Instructions to follow:
Find the line with "y 38: x 0..15" in the entries below. Repeat it, every following line, and the line with "y 42: x 3..5", exactly and with nothing added.

Recorded data:
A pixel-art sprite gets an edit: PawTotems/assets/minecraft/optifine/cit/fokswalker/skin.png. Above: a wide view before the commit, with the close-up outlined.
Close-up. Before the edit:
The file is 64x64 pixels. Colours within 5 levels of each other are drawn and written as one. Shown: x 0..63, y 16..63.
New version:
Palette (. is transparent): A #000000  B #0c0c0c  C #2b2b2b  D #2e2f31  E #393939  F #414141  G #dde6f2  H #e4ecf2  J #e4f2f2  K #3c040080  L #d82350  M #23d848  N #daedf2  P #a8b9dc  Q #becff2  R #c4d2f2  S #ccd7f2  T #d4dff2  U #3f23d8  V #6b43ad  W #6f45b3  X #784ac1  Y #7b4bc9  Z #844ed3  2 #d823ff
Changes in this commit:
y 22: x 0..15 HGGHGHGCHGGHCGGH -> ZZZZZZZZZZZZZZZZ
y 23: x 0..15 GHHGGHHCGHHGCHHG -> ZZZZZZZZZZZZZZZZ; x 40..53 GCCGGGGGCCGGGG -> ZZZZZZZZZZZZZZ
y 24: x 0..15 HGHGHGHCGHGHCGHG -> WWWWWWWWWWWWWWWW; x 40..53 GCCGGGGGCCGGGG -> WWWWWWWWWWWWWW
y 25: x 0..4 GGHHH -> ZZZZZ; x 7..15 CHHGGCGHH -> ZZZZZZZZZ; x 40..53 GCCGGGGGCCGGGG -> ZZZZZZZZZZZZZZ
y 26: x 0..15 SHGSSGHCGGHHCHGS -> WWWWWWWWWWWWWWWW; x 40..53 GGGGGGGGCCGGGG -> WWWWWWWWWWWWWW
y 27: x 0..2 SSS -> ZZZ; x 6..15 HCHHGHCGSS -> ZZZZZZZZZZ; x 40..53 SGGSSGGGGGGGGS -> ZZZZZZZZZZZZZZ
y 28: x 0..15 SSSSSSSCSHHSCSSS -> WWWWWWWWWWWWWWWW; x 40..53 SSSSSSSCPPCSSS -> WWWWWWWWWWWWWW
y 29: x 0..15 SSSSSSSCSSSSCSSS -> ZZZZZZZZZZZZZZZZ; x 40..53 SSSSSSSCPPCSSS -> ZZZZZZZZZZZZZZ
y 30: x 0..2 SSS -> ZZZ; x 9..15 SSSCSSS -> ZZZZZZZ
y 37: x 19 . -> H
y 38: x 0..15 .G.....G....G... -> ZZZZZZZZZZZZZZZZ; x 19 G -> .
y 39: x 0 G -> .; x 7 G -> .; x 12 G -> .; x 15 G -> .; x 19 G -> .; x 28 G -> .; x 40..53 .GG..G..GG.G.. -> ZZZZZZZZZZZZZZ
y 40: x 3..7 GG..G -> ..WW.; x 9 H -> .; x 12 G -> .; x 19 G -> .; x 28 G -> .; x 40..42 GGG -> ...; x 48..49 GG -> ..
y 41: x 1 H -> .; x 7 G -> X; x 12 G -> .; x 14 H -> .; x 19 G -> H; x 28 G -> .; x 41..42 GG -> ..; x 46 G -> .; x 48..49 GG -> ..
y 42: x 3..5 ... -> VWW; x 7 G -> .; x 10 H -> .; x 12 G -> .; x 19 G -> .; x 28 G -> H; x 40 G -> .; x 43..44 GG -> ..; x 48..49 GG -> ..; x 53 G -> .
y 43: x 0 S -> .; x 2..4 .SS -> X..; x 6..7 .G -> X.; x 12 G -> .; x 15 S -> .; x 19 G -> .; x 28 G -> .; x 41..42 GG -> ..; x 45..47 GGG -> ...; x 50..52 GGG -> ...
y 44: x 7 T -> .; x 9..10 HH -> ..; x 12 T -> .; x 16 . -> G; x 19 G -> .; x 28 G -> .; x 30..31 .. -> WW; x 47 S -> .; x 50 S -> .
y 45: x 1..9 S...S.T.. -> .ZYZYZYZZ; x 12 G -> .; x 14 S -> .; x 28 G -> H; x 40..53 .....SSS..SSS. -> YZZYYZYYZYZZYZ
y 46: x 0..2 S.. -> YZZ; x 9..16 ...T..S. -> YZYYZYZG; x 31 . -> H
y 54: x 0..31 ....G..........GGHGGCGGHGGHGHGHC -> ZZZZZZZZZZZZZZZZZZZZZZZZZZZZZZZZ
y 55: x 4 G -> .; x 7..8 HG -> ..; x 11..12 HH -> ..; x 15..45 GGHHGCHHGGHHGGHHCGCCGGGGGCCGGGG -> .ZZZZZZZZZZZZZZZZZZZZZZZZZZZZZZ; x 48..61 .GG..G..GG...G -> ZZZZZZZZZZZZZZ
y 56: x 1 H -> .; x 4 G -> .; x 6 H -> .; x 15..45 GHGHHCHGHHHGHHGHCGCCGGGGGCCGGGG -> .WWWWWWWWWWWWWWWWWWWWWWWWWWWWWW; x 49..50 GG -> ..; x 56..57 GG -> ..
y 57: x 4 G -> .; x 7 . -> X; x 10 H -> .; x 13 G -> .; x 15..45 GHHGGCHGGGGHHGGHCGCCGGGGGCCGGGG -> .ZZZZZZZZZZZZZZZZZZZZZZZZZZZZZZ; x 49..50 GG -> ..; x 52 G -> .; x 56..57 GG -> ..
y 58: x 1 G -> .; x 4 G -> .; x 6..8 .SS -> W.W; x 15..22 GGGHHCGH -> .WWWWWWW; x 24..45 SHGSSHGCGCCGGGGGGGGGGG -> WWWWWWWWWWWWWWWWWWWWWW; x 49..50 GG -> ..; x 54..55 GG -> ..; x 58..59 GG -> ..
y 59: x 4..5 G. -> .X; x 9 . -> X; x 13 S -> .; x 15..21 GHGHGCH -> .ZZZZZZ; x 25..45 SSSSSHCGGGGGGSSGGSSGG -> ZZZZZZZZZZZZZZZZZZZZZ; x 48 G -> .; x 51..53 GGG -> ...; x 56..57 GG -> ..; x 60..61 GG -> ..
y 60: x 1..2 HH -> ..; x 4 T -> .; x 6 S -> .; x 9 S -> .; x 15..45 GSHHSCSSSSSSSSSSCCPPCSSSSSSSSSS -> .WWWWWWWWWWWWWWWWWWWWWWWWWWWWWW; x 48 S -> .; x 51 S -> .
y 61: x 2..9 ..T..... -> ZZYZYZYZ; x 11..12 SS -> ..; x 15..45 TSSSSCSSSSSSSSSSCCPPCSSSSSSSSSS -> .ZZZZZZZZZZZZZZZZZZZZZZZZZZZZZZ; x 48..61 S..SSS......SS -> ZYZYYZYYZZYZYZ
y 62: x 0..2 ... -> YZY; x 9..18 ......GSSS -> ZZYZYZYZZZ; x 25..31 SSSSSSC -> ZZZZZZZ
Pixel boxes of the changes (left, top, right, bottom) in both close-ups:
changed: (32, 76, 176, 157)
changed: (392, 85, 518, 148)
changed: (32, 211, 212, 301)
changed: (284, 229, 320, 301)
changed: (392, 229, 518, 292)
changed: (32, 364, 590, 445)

Exercise solution:
y 38: x 0..15 .G.....G....G... -> ZZZZZZZZZZZZZZZZ; x 19 G -> .
y 39: x 0 G -> .; x 7 G -> .; x 12 G -> .; x 15 G -> .; x 19 G -> .; x 28 G -> .; x 40..53 .GG..G..GG.G.. -> ZZZZZZZZZZZZZZ
y 40: x 3..7 GG..G -> ..WW.; x 9 H -> .; x 12 G -> .; x 19 G -> .; x 28 G -> .; x 40..42 GGG -> ...; x 48..49 GG -> ..
y 41: x 1 H -> .; x 7 G -> X; x 12 G -> .; x 14 H -> .; x 19 G -> H; x 28 G -> .; x 41..42 GG -> ..; x 46 G -> .; x 48..49 GG -> ..
y 42: x 3..5 ... -> VWW; x 7 G -> .; x 10 H -> .; x 12 G -> .; x 19 G -> .; x 28 G -> H; x 40 G -> .; x 43..44 GG -> ..; x 48..49 GG -> ..; x 53 G -> .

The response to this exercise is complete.